HALCYON DAYS
- Industry: Luxury goods Retail
- Founded: 1950; 76 years ago in London, England, United Kingdom
- Founder: Susan Benjamin
- Headquarters: Knightsbridge, London, England, United Kingdom
- Products: English-made luxury goods and objets d'Art in the form of: Enamelware, bone china etc
- Owner: Pamela Harper
- Subsidiaries: Caverswall China Company Ltd.

= Halcyon Days (company) =

HALCYON DAYS is a British business which has held 5 Royal Warrants and has been honoured to supply the Royal Family for over 50 years.

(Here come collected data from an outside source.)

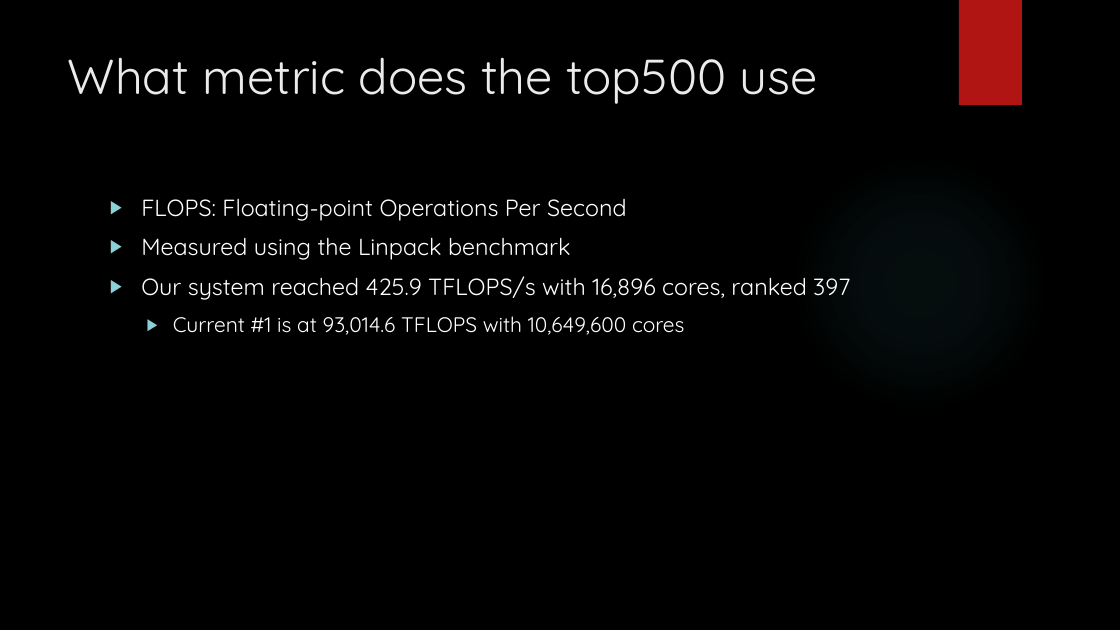
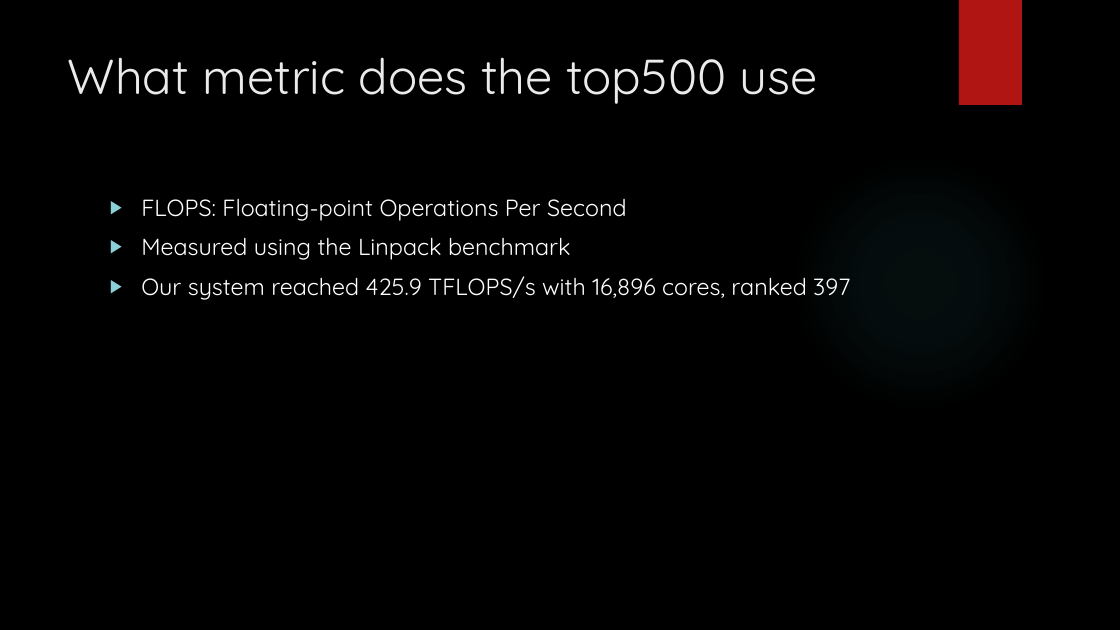
Before and after one commit to intentions/localtalk, a slide deck: slide 3 of XeonPhiTalk.pptx. Drawn at 1120x630 pixels with LibreOffice and Linux fonts; fonts in the diff are those of the drawing; background and template pictures are left out. Boxes give left, top, right and bottom in pixels: in the first picture for what was removed or moved away, otherwise in the second. Text is boxed around its words. In the diff, an @@ line names an element or a change of style, - is before the commit and + after.

```diff
--- a/XeonPhiTalk.pptx
+++ b/XeonPhiTalk.pptx
@@ text at bbox=[173, 316, 684, 335]: paragraph removed @@
-  ▶ Current #1 is at 93,014.6 TFLOPS with 10,649,600 cores
```
Also in this commit, not shown: 2 other slides changed, 1 other file.

His Majesty Kings Charles in 2024 granted the Royal Warrant to HALCYON DAYS. Royal Warrants to the British Royal Household as Suppliers of objets d'art – one of only 14 businesses to hold all five.

Specialists in English-made luxury goods, the business has two factories; one for enamelware in Wolverhampton and the other for English fine bone china in the heart of the pottery industry, Stoke-on-Trent.

The company operates its primary retail store within HARRODS in London and its head office and showroom in London's Knightsbridge.

== History ==
Established in 1950 as an emporium of antique gifts in Mayfair, London, specialising in 17th and 18th century-style enamelware made in the Midlands, Halcyon Days is one of only fourteen companies in the world to hold all three Royal Warrants to the British Royal Household.

Over the years, the business has collaborated with The Wallace Collection, The National Gallery, Blenheim Palace, Smithsonian Institution, The Frick, International Churchill Society, Harrods, Fortnum & Mason, Nina Campbell, British Museum, Oxford Philharmonic Orchestra, Tate Gallery, and the artist Ralph Heimans.

Presently the company holds licenses with Historic Royal Palaces, Gordon Castle, and the Castle of Mey.